**Your assignment:**
Search the listing below for the word "Workplane" and copy each line where it appears.

- - -

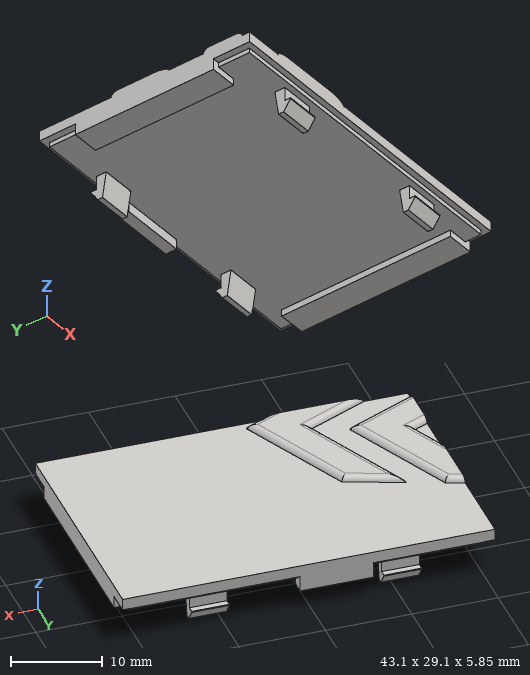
import cadquery as cq
import math

length = 43.1
width = 29.1
height = 5.85

relief_height = 0.6
plate_top = height - relief_height
plate_bottom = 3.9
step_bottom = 3.28
end_block_bottom = 2.4
side_tab_bottom = 2.0

step_inset_x = 0.9
step_inset_y = 0.75

end_block_length = 3.58
near_block_inset = 5.0
far_block_inset = 2.9
side_tab_start = 14.05
side_tab_length = 8.55
side_tab_depth = 1.5

clip_length = 4.4
clip_end_distance = 8.25
clip_outer = 1.5
clip_inner = far_block_inset
barb_outer = 0.75
barb_top = 1.5
barb_lip = 0.15
clip_tip_outer = 1.7
clip_tip_inner = 2.35

chevron_tilt = -20.0
chevron_nose = (8.4, 4.9)
chevron_thickness = 7.03
chevron_half_span = 10.55
chevron_pitch = 11.3
chevron_count = 2
relief_radius = 0.9


def block(x, y, bottom, x_size, y_size, top):
    """Box given by its lower corner, plan size and two levels."""
    size_z = top - bottom
    return cq.Workplane("XY").box(x_size, y_size, size_z, centered=False).translate((x, y, bottom))


def end_block(x, side_inset):
    """Block under one end of the plate, centred across the width."""
    return block(x, side_inset, end_block_bottom, end_block_length, width - 2 * side_inset, plate_bottom)


def clip(x):
    """Tapered snap clip with an outward barb, on the y = 0 side."""
    profile = [
        (clip_outer, step_bottom),
        (clip_outer, barb_top),
        (barb_outer, barb_top),
        (barb_outer, barb_top - barb_lip),
        (clip_tip_outer, 0),
        (clip_tip_inner, 0),
        (clip_inner, step_bottom),
    ]
    return cq.Workplane("YZ").workplane(offset=x).polyline(profile).close().extrude(clip_length)


def chevron(index):
    """Chevron whose rounded top edges meet the plate part-way down their arcs."""
    arc_run = math.sqrt(relief_radius**2 - (relief_radius - relief_height) ** 2)
    growth = relief_radius - arc_run
    tail = -chevron_half_span
    outline = [
        (0, 0),
        (tail, chevron_half_span),
        (tail - chevron_thickness, chevron_half_span),
        (-chevron_thickness, 0),
        (tail - chevron_thickness, -chevron_half_span),
        (tail, -chevron_half_span),
    ]
    foot = (plate_top + plate_bottom) / 2
    body = (
        cq.Workplane("XY")
        .polyline(outline)
        .close()
        .offset2D(growth, "intersection")
        .extrude(height - foot)
        .faces(">Z")
        .edges()
        .fillet(relief_radius)
    )
    body = body.translate((index * chevron_pitch, 0, foot))
    return body.rotate((0, 0, 0), (0, 0, 1), chevron_tilt).translate((*chevron_nose, 0))


result = block(0, 0, plate_bottom, length, width, plate_top)
result = result.union(
    block(
        step_inset_x,
        step_inset_y,
        step_bottom,
        length - 2 * step_inset_x,
        width - 2 * step_inset_y,
        plate_bottom,
    )
)

result = result.union(end_block(0, near_block_inset))
result = result.union(end_block(length - end_block_length, far_block_inset))
result = result.union(
    block(
        side_tab_start,
        width - side_tab_depth,
        side_tab_bottom,
        side_tab_length,
        side_tab_depth,
        plate_bottom,
    )
)

for clip_x in (clip_end_distance, length - clip_end_distance - clip_length):
    side_clip = clip(clip_x)
    result = result.union(side_clip)
    result = result.union(side_clip.mirror("XZ").translate((0, width, 0)))

plate_envelope = block(0, 0, plate_bottom, length, width, height)
for chevron_index in range(chevron_count):
    result = result.union(chevron(chevron_index).intersect(plate_envelope))

- - -

**Reply:**
    return cq.Workplane("XY").box(x_size, y_size, size_z, centered=False).translate((x, y, bottom))
    return cq.Workplane("YZ").workplane(offset=x).polyline(profile).close().extrude(clip_length)
        cq.Workplane("XY")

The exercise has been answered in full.